1) Personal Service - You may serve the notice to the tenant personally by handing them a copy of the notice at the rental property.
2) Serve the Notice to a person residing at the property - This type of service is accomplished by handing the notice to a person residing at the property who is of suitable age and discretion AND mailing a copy through the US Mail to the property address. Service of this notice is not deemed complete until you deposit the notice in the mail.
3) Post Notice on the Door and Mail a copy - This type of Service is accomplished by first knocking on tenants door, and after receiving no answer, posting the notice in a conspicuous place (on the door) AND mailing a copy by US Mail. Service of this notice is not complete unless you first knock and receive no answer and deposit a copy in the US Mail.
4) Create an affidavit of when and how you served the notice, you will need this later.
How to Count . . . for Landlords
Depending upon the type of service you accomplished with the 3 day pay or vacate notice, you may have to count the 3 day period in a variety of ways.
1) Personally served the tenant the notice, the proper way to count the days is to skip the day you served the tenant and begin your count the day after. Thus service on a Monday begins the count on Tuesday and the tenant has until Thursday to pay or vacate.

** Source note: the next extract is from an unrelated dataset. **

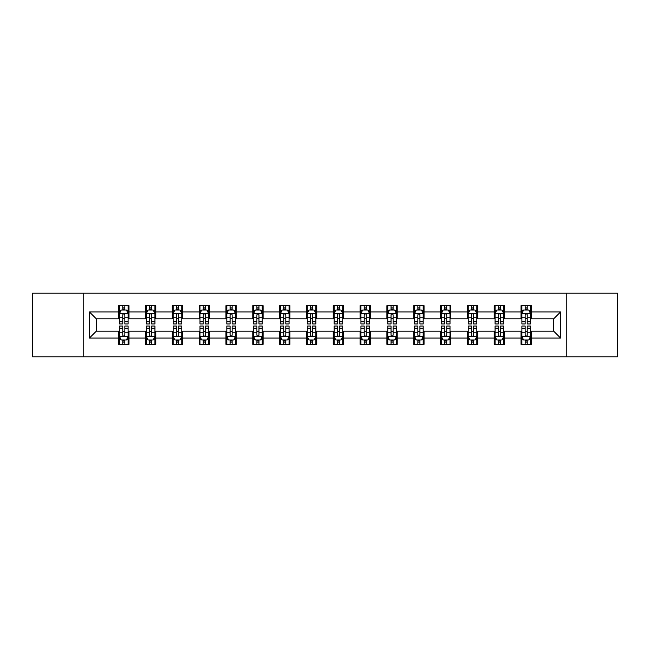 <?xml version="1.0" encoding="UTF-8"?>
<svg xmlns="http://www.w3.org/2000/svg" width="650" height="650" viewBox="0 0 650 650"><rect width="100%" height="100%" fill="white"/><g stroke="black" fill="none" stroke-linecap="round" stroke-linejoin="round"><path stroke-width="0.97" d="M566.256 356.809L617.5 356.809L617.5 293.191L566.256 293.191L566.256 356.809L83.744 356.809L83.744 293.191L32.5 293.191L32.5 356.809L83.744 356.809M566.256 293.191L83.744 293.191M531.351 311.935L531.351 305.654L521.032 305.654L521.032 311.935L504.522 311.935L504.522 305.654L494.203 305.654L494.203 311.935L477.701 311.935L477.701 305.654L467.382 305.654L467.382 311.935L450.872 311.935L450.872 305.654L440.554 305.654L440.554 311.935L424.044 311.935L424.044 305.654L413.733 305.654L413.733 311.935L397.223 311.935L397.223 305.654L386.904 305.654L386.904 311.935L370.394 311.935L370.394 305.654L360.076 305.654L360.076 311.935L343.574 311.935L343.574 305.654L333.255 305.654L333.255 311.935L316.745 311.935L316.745 305.654L306.426 305.654L306.426 311.935L289.924 311.935L289.924 305.654L279.606 305.654L279.606 311.935L263.096 311.935L263.096 305.654L252.777 305.654L252.777 311.935L236.267 311.935L236.267 305.654L225.956 305.654L225.956 311.935L209.446 311.935L209.446 305.654L199.127 305.654L199.127 311.935L182.618 311.935L182.618 305.654L172.299 305.654L172.299 311.935L155.797 311.935L155.797 305.654L145.478 305.654L145.478 311.935L128.968 311.935L128.968 305.654L118.649 305.654L118.649 311.935L89.416 311.935L89.416 338.065L96.297 331.191L118.649 331.191L118.649 344.346L128.968 344.346L128.968 331.191L145.478 331.191L145.478 344.346L155.797 344.346L155.797 331.191L172.299 331.191L172.299 344.346L182.618 344.346L182.618 331.191L199.127 331.191L199.127 344.346L209.446 344.346L209.446 331.191L225.956 331.191L225.956 344.346L236.267 344.346L236.267 331.191L252.777 331.191L252.777 344.346L263.096 344.346L263.096 331.191L279.606 331.191L279.606 344.346L289.924 344.346L289.924 331.191L306.426 331.191L306.426 344.346L316.745 344.346L316.745 331.191L333.255 331.191L333.255 344.346L343.574 344.346L343.574 331.191L360.076 331.191L360.076 344.346L370.394 344.346L370.394 331.191L386.904 331.191L386.904 344.346L397.223 344.346L397.223 331.191L413.733 331.191L413.733 344.346L424.044 344.346L424.044 331.191L440.554 331.191L440.554 344.346L450.872 344.346L450.872 331.191L467.382 331.191L467.382 344.346L477.701 344.346L477.701 331.191L494.203 331.191L494.203 344.346L504.522 344.346L504.522 331.191L521.032 331.191L521.032 344.346L531.351 344.346L531.351 331.191L553.702 331.191L553.702 318.809L531.351 318.809L531.351 311.935L560.584 311.935L560.584 338.065L531.351 338.065M521.032 338.065L504.522 338.065M494.203 338.065L477.701 338.065M467.382 338.065L450.872 338.065M440.554 338.065L424.044 338.065M413.733 338.065L397.223 338.065M386.904 338.065L370.394 338.065M360.076 338.065L343.574 338.065M333.255 338.065L316.745 338.065M306.426 338.065L289.924 338.065M279.606 338.065L263.096 338.065M252.777 338.065L236.267 338.065M225.956 338.065L209.446 338.065M199.127 338.065L182.618 338.065M172.299 338.065L155.797 338.065M145.478 338.065L128.968 338.065M118.649 338.065L89.416 338.065M521.032 311.935L521.032 318.809L504.522 318.809L504.522 311.935M494.203 311.935L494.203 318.809L477.701 318.809L477.701 311.935M467.382 311.935L467.382 318.809L450.872 318.809L450.872 311.935M440.554 311.935L440.554 318.809L424.044 318.809L424.044 311.935M413.733 311.935L413.733 318.809L397.223 318.809L397.223 311.935M386.904 311.935L386.904 318.809L370.394 318.809L370.394 311.935M360.076 311.935L360.076 318.809L343.574 318.809L343.574 311.935M333.255 311.935L333.255 318.809L316.745 318.809L316.745 311.935M306.426 311.935L306.426 318.809L289.924 318.809L289.924 311.935M279.606 311.935L279.606 318.809L263.096 318.809L263.096 311.935M252.777 311.935L252.777 318.809L236.267 318.809L236.267 311.935M225.956 311.935L225.956 318.809L209.446 318.809L209.446 311.935M199.127 311.935L199.127 318.809L182.618 318.809L182.618 311.935M172.299 311.935L172.299 318.809L155.797 318.809L155.797 311.935M145.478 311.935L145.478 318.809L128.968 318.809L128.968 311.935M118.649 311.935L118.649 318.809L96.297 318.809L89.416 311.935M96.297 318.809L96.297 331.191M560.584 338.065L553.702 331.191M553.702 318.809L560.584 311.935M118.649 309.952L119.511 309.952M122.777 309.952L124.841 309.952M128.107 309.952L128.968 309.952M118.649 318.638L119.511 318.638M122.777 318.638L124.841 318.638M128.107 318.638L128.968 318.638M118.649 331.362L119.511 331.362M122.777 331.362L124.841 331.362M128.107 331.362L128.968 331.362M118.649 340.048L119.511 340.048M122.777 340.048L124.841 340.048M128.107 340.048L128.968 340.048M145.478 331.362L146.339 331.362M149.606 331.362L151.669 331.362M154.936 331.362L155.797 331.362M145.478 340.048L146.339 340.048M149.606 340.048L151.669 340.048M154.936 340.048L155.797 340.048M145.478 309.952L146.339 309.952M149.606 309.952L151.669 309.952M154.936 309.952L155.797 309.952M145.478 318.638L146.339 318.638M149.606 318.638L151.669 318.638M154.936 318.638L155.797 318.638M172.299 331.362L173.16 331.362M176.426 331.362L178.49 331.362M181.756 331.362L182.618 331.362M172.299 340.048L173.16 340.048M176.426 340.048L178.49 340.048M181.756 340.048L182.618 340.048M172.299 309.952L173.16 309.952M176.426 309.952L178.49 309.952M181.756 309.952L182.618 309.952M172.299 318.638L173.16 318.638M176.426 318.638L178.49 318.638M181.756 318.638L182.618 318.638M199.127 331.362L199.989 331.362M203.255 331.362L205.319 331.362M208.585 331.362L209.446 331.362M199.127 340.048L199.989 340.048M203.255 340.048L205.319 340.048M208.585 340.048L209.446 340.048M199.127 309.952L199.989 309.952M203.255 309.952L205.319 309.952M208.585 309.952L209.446 309.952M199.127 318.638L199.989 318.638M203.255 318.638L205.319 318.638M208.585 318.638L209.446 318.638M225.956 331.362L226.809 331.362M230.076 331.362L232.139 331.362M235.414 331.362L236.267 331.362M225.956 340.048L226.809 340.048M230.076 340.048L232.139 340.048M235.414 340.048L236.267 340.048M225.956 309.952L226.809 309.952M230.076 309.952L232.139 309.952M235.414 309.952L236.267 309.952M225.956 318.638L226.809 318.638M230.076 318.638L232.139 318.638M235.414 318.638L236.267 318.638M252.777 331.362L253.638 331.362M256.904 331.362L258.968 331.362M262.234 331.362L263.096 331.362M252.777 340.048L253.638 340.048M256.904 340.048L258.968 340.048M262.234 340.048L263.096 340.048M252.777 309.952L253.638 309.952M256.904 309.952L258.968 309.952M262.234 309.952L263.096 309.952M252.777 318.638L253.638 318.638M256.904 318.638L258.968 318.638M262.234 318.638L263.096 318.638M279.606 331.362L280.467 331.362M283.733 331.362L285.797 331.362M289.063 331.362L289.924 331.362M279.606 340.048L280.467 340.048M283.733 340.048L285.797 340.048M289.063 340.048L289.924 340.048M279.606 309.952L280.467 309.952M283.733 309.952L285.797 309.952M289.063 309.952L289.924 309.952M279.606 318.638L280.467 318.638M283.733 318.638L285.797 318.638M289.063 318.638L289.924 318.638M306.426 331.362L307.287 331.362M310.554 331.362L312.618 331.362M315.884 331.362L316.745 331.362M306.426 340.048L307.287 340.048M310.554 340.048L312.618 340.048M315.884 340.048L316.745 340.048M306.426 309.952L307.287 309.952M310.554 309.952L312.618 309.952M315.884 309.952L316.745 309.952M306.426 318.638L307.287 318.638M310.554 318.638L312.618 318.638M315.884 318.638L316.745 318.638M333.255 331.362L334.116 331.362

2) If you provide the notice to a person residing at the tenants apartment or if you post the notice on the door and mail a copy . . . counting changes. Again, you must skip the day the notice was served, but also allow for one additional day due to the mailing aspect of the service. Thus, a notice posted on Monday would start the count on Wednesday.
3) A new Washington Case states that Weekends to count towards the 3 days or 10 days notice.
A landlord may not bring an eviction action until after the expiration of the 3 day pay or vacate notice. Using the proper counting technique and service procedures, calculate the last day for compliance with the notice. If the tenant fails to comply on or before this date, you may be able to start the eviction action. Starting the action too early will deprive the court of the power to hear your case and you may have to start the process over again.